Dataset excerpts =>
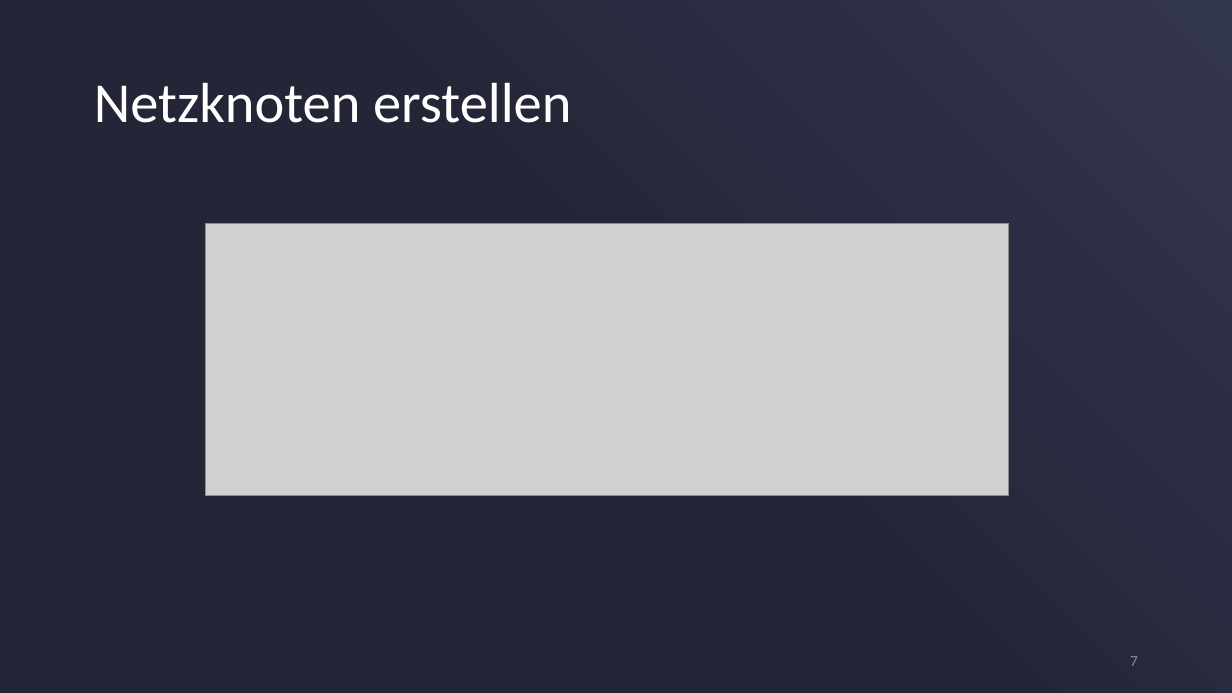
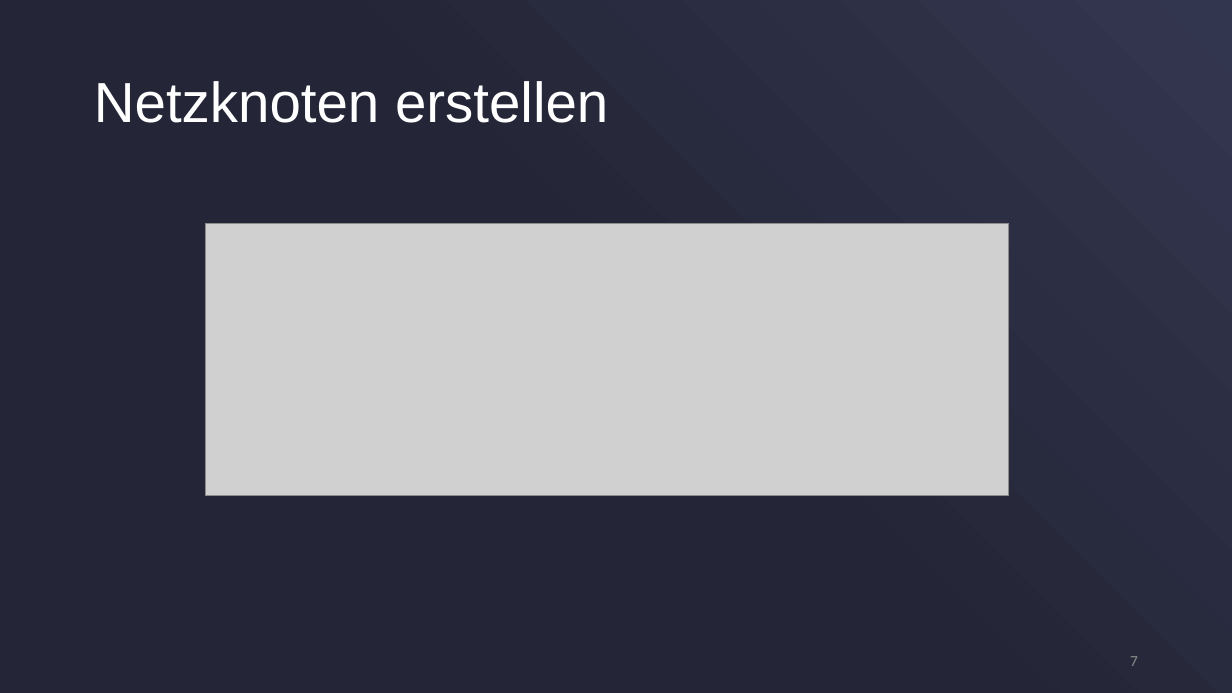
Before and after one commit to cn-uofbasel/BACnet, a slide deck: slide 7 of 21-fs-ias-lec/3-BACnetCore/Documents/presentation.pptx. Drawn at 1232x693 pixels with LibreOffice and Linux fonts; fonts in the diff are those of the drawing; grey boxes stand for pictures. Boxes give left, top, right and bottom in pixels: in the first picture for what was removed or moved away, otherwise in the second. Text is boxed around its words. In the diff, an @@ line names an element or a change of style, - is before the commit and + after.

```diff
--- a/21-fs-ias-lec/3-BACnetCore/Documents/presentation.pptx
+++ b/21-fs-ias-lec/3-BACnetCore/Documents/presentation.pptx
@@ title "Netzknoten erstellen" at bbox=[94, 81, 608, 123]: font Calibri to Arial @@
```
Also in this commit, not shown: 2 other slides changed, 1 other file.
==
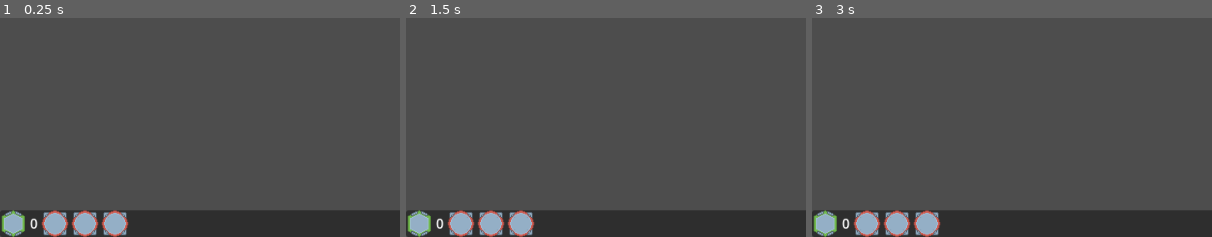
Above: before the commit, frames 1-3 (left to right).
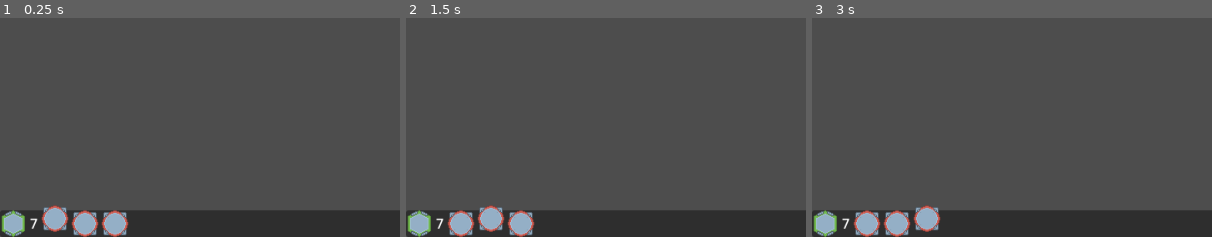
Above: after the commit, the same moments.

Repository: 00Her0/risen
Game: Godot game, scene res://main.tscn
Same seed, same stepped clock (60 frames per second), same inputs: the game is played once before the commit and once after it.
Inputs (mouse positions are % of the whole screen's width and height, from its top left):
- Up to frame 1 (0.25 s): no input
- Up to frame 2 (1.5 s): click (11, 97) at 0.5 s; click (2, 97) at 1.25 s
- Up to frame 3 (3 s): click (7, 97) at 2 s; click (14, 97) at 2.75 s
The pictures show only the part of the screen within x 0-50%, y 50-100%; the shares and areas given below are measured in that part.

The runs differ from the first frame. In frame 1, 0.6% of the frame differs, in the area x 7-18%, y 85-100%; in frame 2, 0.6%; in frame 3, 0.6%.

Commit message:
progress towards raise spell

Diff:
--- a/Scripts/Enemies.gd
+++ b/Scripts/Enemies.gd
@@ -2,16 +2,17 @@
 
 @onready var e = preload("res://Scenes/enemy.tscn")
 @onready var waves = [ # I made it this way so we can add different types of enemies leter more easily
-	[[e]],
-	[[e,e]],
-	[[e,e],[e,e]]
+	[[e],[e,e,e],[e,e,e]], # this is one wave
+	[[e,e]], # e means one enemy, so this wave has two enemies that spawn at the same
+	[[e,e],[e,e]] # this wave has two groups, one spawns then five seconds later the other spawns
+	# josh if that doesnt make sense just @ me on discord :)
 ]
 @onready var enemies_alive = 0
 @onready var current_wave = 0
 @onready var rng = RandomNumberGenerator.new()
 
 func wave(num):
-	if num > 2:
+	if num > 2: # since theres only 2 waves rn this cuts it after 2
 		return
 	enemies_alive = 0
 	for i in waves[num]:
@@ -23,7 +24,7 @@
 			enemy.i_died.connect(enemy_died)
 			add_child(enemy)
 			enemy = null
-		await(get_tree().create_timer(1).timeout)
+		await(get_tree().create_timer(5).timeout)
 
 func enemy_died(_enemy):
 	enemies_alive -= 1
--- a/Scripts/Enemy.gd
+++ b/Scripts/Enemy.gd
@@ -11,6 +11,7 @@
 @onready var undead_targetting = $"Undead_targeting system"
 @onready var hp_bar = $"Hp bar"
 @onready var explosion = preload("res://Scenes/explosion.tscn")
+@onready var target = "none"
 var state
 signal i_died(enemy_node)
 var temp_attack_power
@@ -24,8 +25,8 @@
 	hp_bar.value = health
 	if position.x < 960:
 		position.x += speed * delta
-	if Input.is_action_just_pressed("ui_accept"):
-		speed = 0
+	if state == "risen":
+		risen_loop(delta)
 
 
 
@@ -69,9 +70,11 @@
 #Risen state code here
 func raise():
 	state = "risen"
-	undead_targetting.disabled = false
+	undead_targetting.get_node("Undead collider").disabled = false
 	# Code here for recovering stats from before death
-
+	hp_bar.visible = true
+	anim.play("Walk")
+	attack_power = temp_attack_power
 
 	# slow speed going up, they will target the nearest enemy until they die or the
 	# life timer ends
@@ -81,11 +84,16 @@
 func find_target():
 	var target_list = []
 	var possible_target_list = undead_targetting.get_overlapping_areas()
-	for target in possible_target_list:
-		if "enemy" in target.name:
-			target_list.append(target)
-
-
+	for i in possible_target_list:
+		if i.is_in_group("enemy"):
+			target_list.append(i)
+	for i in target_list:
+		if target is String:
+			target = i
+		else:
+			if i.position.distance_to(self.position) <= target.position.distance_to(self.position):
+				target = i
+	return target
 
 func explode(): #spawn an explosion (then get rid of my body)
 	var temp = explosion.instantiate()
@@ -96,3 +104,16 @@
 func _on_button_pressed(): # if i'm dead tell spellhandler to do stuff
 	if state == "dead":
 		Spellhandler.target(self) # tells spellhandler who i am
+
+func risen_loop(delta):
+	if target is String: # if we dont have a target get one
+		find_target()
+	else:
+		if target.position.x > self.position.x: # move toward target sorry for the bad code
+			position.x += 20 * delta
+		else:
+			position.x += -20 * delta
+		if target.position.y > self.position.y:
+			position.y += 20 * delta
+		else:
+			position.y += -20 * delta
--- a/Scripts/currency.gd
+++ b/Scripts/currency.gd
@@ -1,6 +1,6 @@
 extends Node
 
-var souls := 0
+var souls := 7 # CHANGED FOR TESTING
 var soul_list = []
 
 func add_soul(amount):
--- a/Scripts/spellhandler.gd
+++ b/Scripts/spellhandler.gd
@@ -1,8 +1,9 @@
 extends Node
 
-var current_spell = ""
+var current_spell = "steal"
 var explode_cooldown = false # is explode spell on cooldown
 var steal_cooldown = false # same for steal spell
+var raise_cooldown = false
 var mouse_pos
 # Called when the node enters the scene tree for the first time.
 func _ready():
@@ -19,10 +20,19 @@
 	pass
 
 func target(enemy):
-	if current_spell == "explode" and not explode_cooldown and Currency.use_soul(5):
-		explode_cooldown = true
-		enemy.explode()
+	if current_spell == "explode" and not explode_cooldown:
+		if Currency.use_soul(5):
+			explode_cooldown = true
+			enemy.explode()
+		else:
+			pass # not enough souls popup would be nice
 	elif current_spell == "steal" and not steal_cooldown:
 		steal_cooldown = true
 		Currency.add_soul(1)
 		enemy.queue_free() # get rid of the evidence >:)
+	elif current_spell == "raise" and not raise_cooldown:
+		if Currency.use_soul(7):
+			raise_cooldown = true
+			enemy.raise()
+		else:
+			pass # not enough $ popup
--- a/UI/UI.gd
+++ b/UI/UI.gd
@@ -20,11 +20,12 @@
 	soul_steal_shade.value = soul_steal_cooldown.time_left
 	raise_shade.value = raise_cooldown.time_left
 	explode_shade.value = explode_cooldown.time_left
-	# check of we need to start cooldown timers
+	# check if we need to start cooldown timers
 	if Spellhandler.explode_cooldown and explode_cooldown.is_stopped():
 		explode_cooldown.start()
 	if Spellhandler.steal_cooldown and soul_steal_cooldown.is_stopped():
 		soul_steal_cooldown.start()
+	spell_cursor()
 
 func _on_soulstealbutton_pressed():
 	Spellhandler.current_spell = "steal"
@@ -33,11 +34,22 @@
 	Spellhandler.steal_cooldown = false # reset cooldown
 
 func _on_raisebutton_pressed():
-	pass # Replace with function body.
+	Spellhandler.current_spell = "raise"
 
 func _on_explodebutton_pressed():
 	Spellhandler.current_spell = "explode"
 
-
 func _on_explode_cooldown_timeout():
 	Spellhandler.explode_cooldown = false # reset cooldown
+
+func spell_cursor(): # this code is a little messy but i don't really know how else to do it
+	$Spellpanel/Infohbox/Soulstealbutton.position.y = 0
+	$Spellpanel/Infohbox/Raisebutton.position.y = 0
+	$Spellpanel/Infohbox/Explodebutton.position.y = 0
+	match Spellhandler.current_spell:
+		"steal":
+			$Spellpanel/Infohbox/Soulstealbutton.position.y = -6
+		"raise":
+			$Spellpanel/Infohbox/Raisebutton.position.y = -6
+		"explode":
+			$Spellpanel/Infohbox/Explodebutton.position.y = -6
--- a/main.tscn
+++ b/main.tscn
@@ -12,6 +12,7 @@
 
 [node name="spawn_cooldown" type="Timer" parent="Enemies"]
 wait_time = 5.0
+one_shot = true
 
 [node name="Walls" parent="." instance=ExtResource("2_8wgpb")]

Your goal => Looking at the material, work out the number of lines holding "enough", and write that number alone.

Output for this task => 2